It Always Rains on Sundays (23 page)

BOOK: It Always Rains on Sundays
3.33Mb size Format: txt, pdf, ePub

It just shows – they were my ace-card. I was counting on them, my last ditch. One final scene, each in turn, begging me to stay, hanging onto my leg, hot tears, lots of yelling, ‘Daddy, don't go, pleeeeeze! Don't go, don't leave us. NOT WITH HER.'

Though if I'm truthful, I suppose part of me was still half-expecting Cynthia to change her mind. Instead, everybody is really happy, reggie-music flooding through the whole house. It's as if everything's normal, you'd've thought they were sending me off to the beach for the day, it's like a jubilee day – there's no dignity hardly at all. They're all helping me load-up, cramming everything into the Mondeo. Everybody smiling their heads off, then waving me off.

Don't you worry I won't forget that Cynthia, not ever.

It keeps coming over me like a big wave.

Three miles as the crow flies, it might as well be three thousand.

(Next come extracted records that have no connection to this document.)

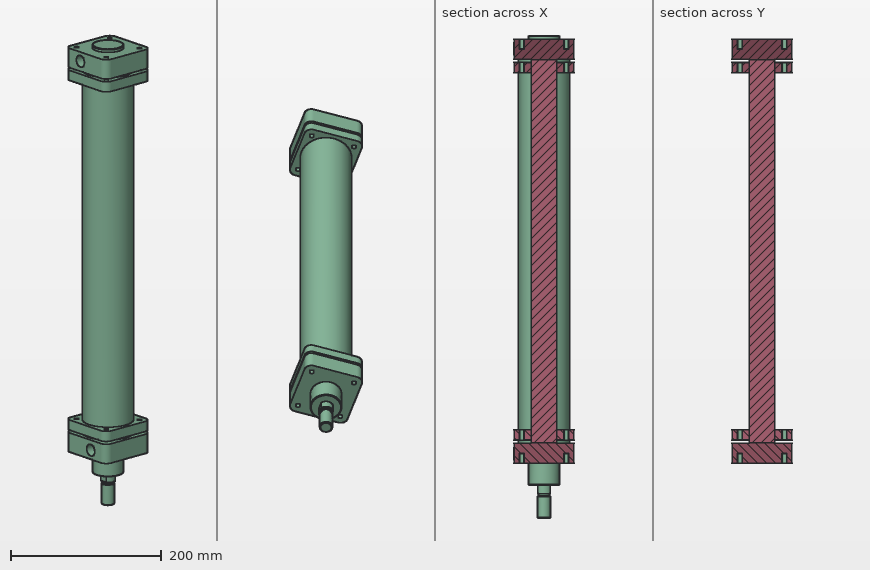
import cadquery as cq


overall_length = 641.0
boss_bottom = 44.0
rod_boss_height = 29.0
cap_boss_height = 4.5
head_height = 27.0
gap = 4.0
flange_height = 14.0

side = 80.0
corner_radius = 9.5
boss_diameter = 41.5
boss_chamfer = 0.95
barrel_diameter = 68.5

bolt_spacing = 59.0
bolt_hole_diameter = 6.0
bolt_hole_depth = 13.0

port_diameter = 16.0
port_depth = 13.0
port_offset = 10.0
port_from_outer_face = 13.0

rod_diameter = 20.0
flats_width = 16.5
shoulder_height = 33.0
relief_diameter = 15.0
thread_diameter = 17.0
thread_length = 30.0
thread_chamfer = 1.0

rod_head_outer = boss_bottom + rod_boss_height
rod_head_inner = rod_head_outer + head_height
cap_head_outer = overall_length - cap_boss_height
cap_head_inner = cap_head_outer - head_height
rod_flange_bottom = rod_head_inner + gap
cap_flange_bottom = cap_head_inner - gap - flange_height


def cylinder(diameter, bottom, height):
    return cq.Workplane("XY", origin=(0, 0, bottom)).circle(diameter / 2).extrude(height)


def square_plate(bottom, height):
    plate = cq.Workplane("XY", origin=(0, 0, bottom)).rect(side, side).extrude(height)
    return plate.edges("|Z").fillet(corner_radius)


def bolt_holes(bottom, height):
    plane = cq.Workplane("XY", origin=(0, 0, bottom))
    corners = plane.rect(bolt_spacing, bolt_spacing, forConstruction=True)
    return corners.vertices().circle(bolt_hole_diameter / 2).extrude(height)


def air_port(x, z):
    return cq.Workplane("XZ", origin=(x, -side / 2, z)).circle(port_diameter / 2).extrude(-port_depth)


def make_rod_head():
    boss = cylinder(boss_diameter, boss_bottom, rod_boss_height).faces("<Z").chamfer(boss_chamfer)
    head = square_plate(rod_head_outer, head_height).union(boss)
    head = head.cut(bolt_holes(rod_head_outer, bolt_hole_depth))
    return head.cut(air_port(port_offset, rod_head_outer + port_from_outer_face))


def make_cap_head():
    boss = cylinder(boss_diameter, cap_head_outer, cap_boss_height).faces(">Z").chamfer(boss_chamfer)
    head = square_plate(cap_head_inner, head_height).union(boss)
    head = head.cut(bolt_holes(cap_head_outer - bolt_hole_depth, bolt_hole_depth))
    return head.cut(air_port(-port_offset, cap_head_outer - port_from_outer_face))


def make_flange(bottom):
    flange = square_plate(bottom, flange_height)
    flange = flange.cut(cylinder(barrel_diameter, bottom, flange_height))
    return flange.cut(bolt_holes(bottom, flange_height))


def make_barrel():
    return cylinder(barrel_diameter, rod_head_inner, cap_head_inner - rod_head_inner)


def make_rod():
    shank_length = boss_bottom - shoulder_height
    shank = cylinder(rod_diameter, shoulder_height, shank_length)
    flats = cq.Workplane("XY", origin=(0, 0, shoulder_height)).rect(rod_diameter, flats_width)
    shank = shank.intersect(flats.extrude(shank_length))
    relief = cylinder(relief_diameter, thread_length, shoulder_height - thread_length)
    thread = cylinder(thread_diameter, 0, thread_length).faces("<Z or >Z").chamfer(thread_chamfer)
    return shank.union(relief).union(thread)


barrel = make_barrel()
rod_head = make_rod_head()
cap_head = make_cap_head()
flanges = [make_flange(bottom) for bottom in (rod_flange_bottom, cap_flange_bottom)]
rod = make_rod()

result = cq.Compound.makeCompound(
    [barrel.val(), rod_head.val(), cap_head.val(), *[flange.val() for flange in flanges], rod.val()]
)

I've phoned twice already.

‘It's me Colin.'

‘Yes, I know.'

‘How come, how did you know that?'

‘Colin, I'm about to go to work.'

‘No. Right. Only I was just thinking. How are things over at your end?'

‘Fine! Everything's, well, fine I guess.'

‘That's wonderful. Um. Good, just thought I'd better check.'

‘What could change – you called me less than an hour ago.'

‘Hey, really? It seems longer somehow.'

‘We're fine, take my word. Everything's hunky-dory.'

‘Fine. That's great, really great… Colin – over and out, right?'

‘Sorry? Pardon me?'

‘You sound so near that's all.'

‘I am – it's just up the road. I'm surprised you use a phone, you could shout at a pinch.'

‘Hey good' I said (heh heh) always the joker, right? Right, fine, I'll sign off… Fine then, that's really nice. How's the kids, not too upset I hope?'

‘Uh? About what? They're fine also, both fine – just like before.'

‘How's the cat?' I joked.

‘Sorry?'

‘No, I just wondered that's all.'

There was a pause. ‘Brian's fast asleep on the sofa, I'll tell him you were asking, okay. He's fine also. Look, I have to go.'

‘Listen (
how can she be so cold?
) Cyn, listen, I can't find my, um … My in between my toes thingamy. I've looked everywhere.'

‘Toilet bag? Have you looked in your toilet bag? It's with your asthma spray.'

‘Hey, right. Thanks, the one with the flowers, marigolds I think.'

‘Marigolds? No, that's your shoe-stretchers. You'll have to unpack.'

‘Right, you're right. It's me, I ‘ve been putting it off I expect. Cynthia, look. Listen, I've been thinking.'

‘Colin. I have to go. I'm running late already.'

‘Oh, right, listen. I've still got my old bed. Amazing, right?'

‘Really? Well I'll be. Oh, that's nice.'

‘You think? Me too. I think that's really amazing.'

‘Me too, it'll be just like old times. Listen, I have to go, okay.'

‘Right. Look, maybe I'd better sign-off – phones are wonderful when you think – don't you?'

‘God. Colin, you've only been gone a few hours.'

‘Really? It seems much longer somehow. Okay, have a nice day.'

‘Thanks, don't worry I will – oh, you too.'

‘Uh? Oh, well I don't know about that – you know me (heh heh). Oh, listen good luck driving to work, okay – lookout for the raised manhole – remember, I told you about it. Bastards, I've reported it three times already. This is the trouble, nobody listens. Nobody cares that's why. Listen, this is another, watch out for the Old Penny-bridge corner too. It's an absolute killer, take my word. Remember my accident – it wasn't my fault by the way. I swear on Lucy's life, she hit me. Nobody believes me, I have seventeen witnesses, a whole bus queue. Every single day, you take your life in your own hands, am I right? No, but am I right?'

‘I'll call you later, okay?'

‘Right – go, go, you'll be late for work. Listen. I'll give you a good tip, always remember to give the appropriate signal. IN GOOD TIME – THEN CANCEL.'

No answer. I waited. Somehow it'd gone really quiet.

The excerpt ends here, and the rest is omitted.